In 1987, when he was an associate professor at Carnegie Mellon University in the US, he decided to leave his position and emigrate to Canada.

One of the reasons he gave, according to Bengio, was an ethical one — he was concerned about the use of technology, particularly AI, in war and much of his funding was coming from the US military.

“He wanted to feel good about the funding he got and the work he was doing,” said Bengio. “He and I share values about society. That humans matter, that the dignity of all humans is essential. And everyone should benefit from the progress that science is creating.”

In 2012, Hinton and his two graduate students at the University of Toronto — including Ilya Sutskever, now a co-founder of OpenAI — made a major breakthrough in the field of computer vision. They built neural networks that could recognise objects in images orders of magnitude more accurately than had ever been possible before.

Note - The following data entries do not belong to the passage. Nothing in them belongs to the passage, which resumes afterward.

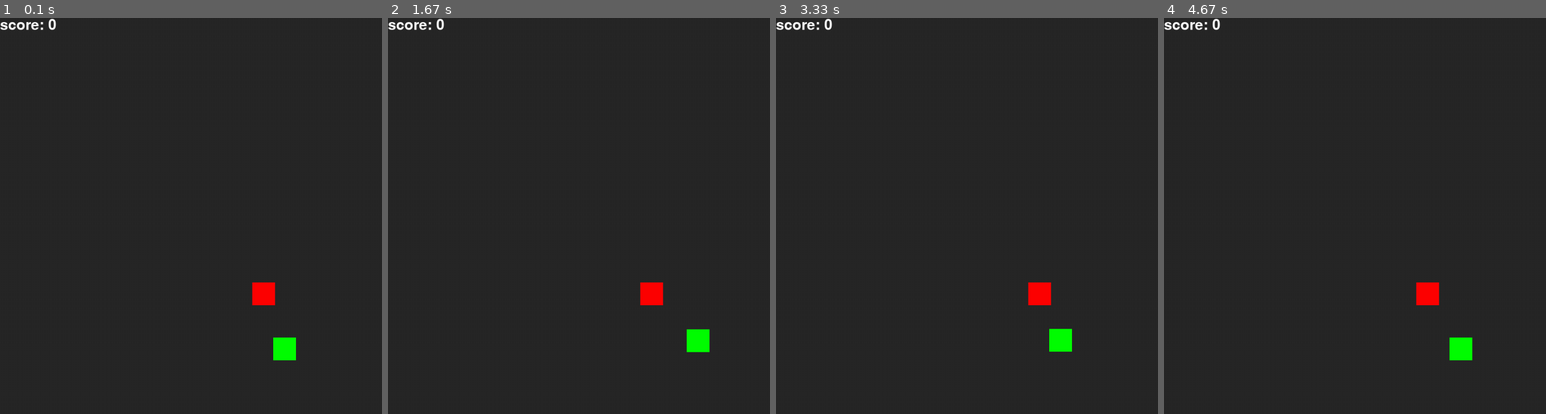
Above: before the commit, frames 1-4 (left to right).
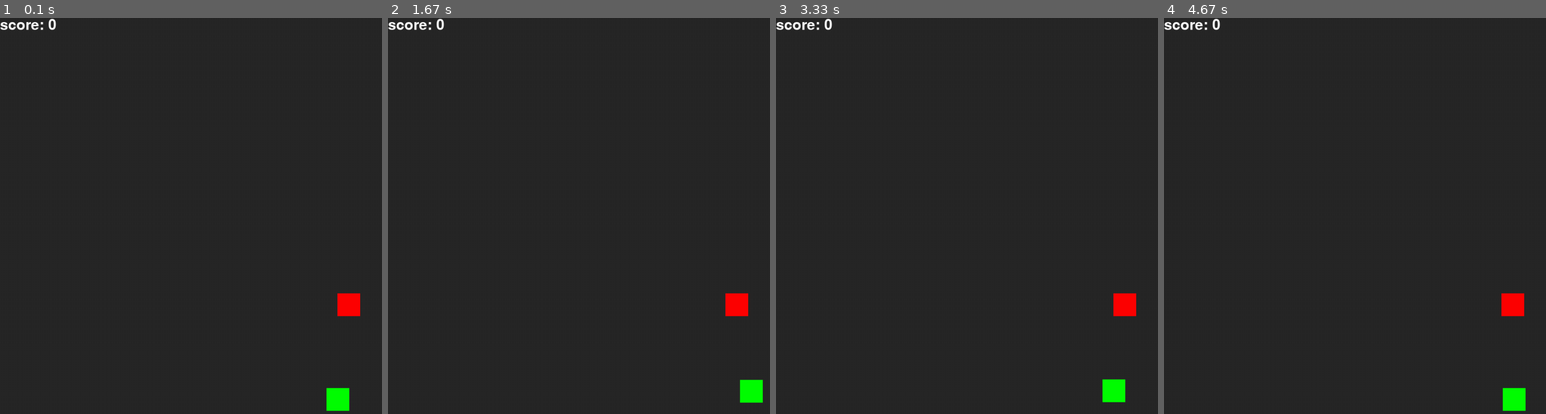
Above: after the commit, the same moments.

Repository: talindev/Python-Pygame-Snake-Game
Game: pygame game, started from snakegame.py
Two runs of this game, one before a commit and one after it. Both use one fixed random seed, a clock stepped at 60 frames per second and the inputs below.
Inputs:
- Up to frame 1 (0.1 s): no input
- Up to frame 2 (1.67 s): hold D 0.33-0.8 s; hold W 0.83-1.13 s; hold D 1.17-1.63 s
- Up to frame 3 (3.33 s): hold A 1.67-2.2 s; hold S 2.23-2.53 s; hold A 2.57-2.97 s; hold W from 3 s (still down)
- Up to frame 4 (4.67 s): release W at 3.37 s; hold D 3.4-4.03 s; hold S 4.07-4.43 s; hold A from 4.47 s (still down)

The runs differ from the first frame. In frame 1, 1.4% of the frame differs, in the area x 65-95%, y 66-100%; in frame 2, 1.4%, in the area x 65-99%, y 66-98%; in frame 3, 1.4%; in frame 4, 1.4%.

Commit message:
Add files via upload
+ Comments

Diff:
--- a/snakegame.py
+++ b/snakegame.py
@@ -1,17 +1,19 @@
+# importar as bibliotecas
 import pygame
 import random
 
+# inicializar pygame
 pygame.init()
 
-FOOD_X = random.randint(1,850)
-FOOD_Y = random.randint(1,850)
-SQUARE_X = random.randint(1,850)
-SQUARE_Y = random.randint(1,850)
+# declações dos limites de espaço
 SCREEN_WIDTH = 1000
 SCREEN_HEIGHT = 1000
+FOOD_X = random.randint(1,SCREEN_WIDTH - 50)
+FOOD_Y = random.randint(1,SCREEN_HEIGHT - 50)
+SQUARE_X = random.randint(1,SCREEN_WIDTH - 50)
+SQUARE_Y = random.randint(1,SCREEN_HEIGHT - 50)
 
-# FONTES
-
+# fontes e textos
 font = pygame.font.Font('freesansbold.ttf', 32)
 
 none = font.render('', True, (40,40,40))
@@ -24,53 +26,61 @@
 congrats_square.centerx = SCREEN_WIDTH // 2
 congrats_square.top = 10
 
+# sistema de score
 score_value = 0
 score = font.render(str(score_value), True, (255,255,255),)
 score_square = score.get_rect()
 
+# para checagem do spawn do texto de parabéns aos 10 pontos
 congrats_spawn = False
 
-# CHECAGEM DA COMIDA
-
+# checagem de spawn da comida
 food_spawn = True
 
-
+# aleatorização da posição
 def random_pos():
     return random.randint(1,1000), random.randint(1,1000)
 
+# declaração da janela do jogo
 screen = pygame.display.set_mode((SCREEN_WIDTH,SCREEN_HEIGHT))
 
+# estrutura retangular dos 2 elementos principais (cobra e comida)
 square = pygame.Rect((SQUARE_X,SQUARE_Y,50,50))
 food = pygame.Rect((FOOD_X,FOOD_Y,50,50))
 
+# array de segmentos para incremento do corpo da cobra
 segments = [square.copy()]
 length = 1
 
+
+# ÁREA DE TESTE OU RASCUNHO
 # square_center = square.copy()
 # food_center = food.copy()
 
+# declaração de cor 'color'
 color = (0,255,0)
 
+# loop do jogo
 run = True
 while run:
 
+    # preenchimento de tela para não bugar os segmentos
     screen.fill((40,40,40))
 
+    # inserção das fontes e textos
     none_square = none.get_rect(centerx=SCREEN_WIDTH // 2, top=10)
     congrats_square = congrats.get_rect(centerx=SCREEN_WIDTH // 2, top=10)
 
+    # inserção do sistema de score
     score = font.render('score: ' + str(score_value), True, (255, 255, 255), )
     screen.blit(score, score_square)
 
+    # desenho da cobra
     for segment in segments:
         pygame.draw.rect(screen, color, segment)
     pygame.draw.rect(screen, (255, 0, 0), food)
 
-    if segments[0].colliderect(food) == 1:
-        color = (0,0,255)
-    else:
-        color = (0,255,0)
-
+    # sistema de pressionamento de teclas e movimentação do jogador
     key = pygame.key.get_pressed()
     if key[pygame.K_w] == True:
         square.move_ip(0, -1)
@@ -81,27 +91,34 @@
     elif key[pygame.K_d] == True:
         square.move_ip(1, 0)
 
-    segments.append(square.copy())
-    segments = segments[-length:]
+    segments.append(square.copy()) # adição de quadrados novos no array por meio do comando 'append'
 
-    if segments[0].colliderect(food):
+
+    segments = segments[-length:] # Em Python, o operador de slicing [:] permite obter uma sublista de uma lista.
+                                  # segments[-length:] usa índices negativos. Em Python, um índice negativo começa do final da lista,
+                                  # com -1 sendo o último elemento, -2 sendo o penúltimo, e assim por diante.
+                                  # segments[-length:] significa "pegue os últimos 'length' elementos da lista 'segments'".
+                                  # Isso garante que, independentemente do número de segmentos adicionados,
+                                  # apenas os 'length' segmentos mais recentes sejam mantidos na lista.
+
+    if segments[0].colliderect(food): # checagem de colisão para incrementar a cobra, aumentando o score e adicionando os valores para o array
         FOOD_X, FOOD_Y = random_pos()
         food.topleft = (FOOD_X, FOOD_Y)
         score_value += 1
         length += 50
 
-    if score_value == 10:
+    if score_value == 10: # ativação da mensagem de parabéns
         screen.blit(congrats, congrats_square)
         congrats_spawn = True
 
-    if congrats_spawn == True:
+    if congrats_spawn == True: # desativação da mensagem de parabéns
         screen.blit(none, none_square)
         congrats_spawn = False
 
-    for event in pygame.event.get():
+    for event in pygame.event.get(): # evento de fechar o jogo
         if event.type == pygame.QUIT:
             run = False
 
-    pygame.display.update()
+    pygame.display.update() # atualização dos conteúdos do jogo
 
 pygame.quit()

Based on this work, they founded their first start-up, DNNresearch.

Their company — which didn’t make any products — was sold to Google for $44mn in 2013, after a competitive auction that led to China’s Baidu, Microsoft and DeepMind bidding to acquire the trio’s expertise.

Since then, Hinton has spent half his time at Google, and the other half as a professor at the University of Toronto.

According to Russell, Hinton is constantly coming up with new ideas and trying new things out. “Every time he had a new idea, he’d say at the end of his talk: ‘And this is how the brain works!’”

When asked on stage whether he regretted his life’s work, given it could contribute to the myriad harms he had outlined, Hinton said he had been mulling it over.

“This stage of [AI] was not foreseeable. And until very recently I thought this existential crisis was a long way off,” he said. “So I don’t really have regrets about what I do.”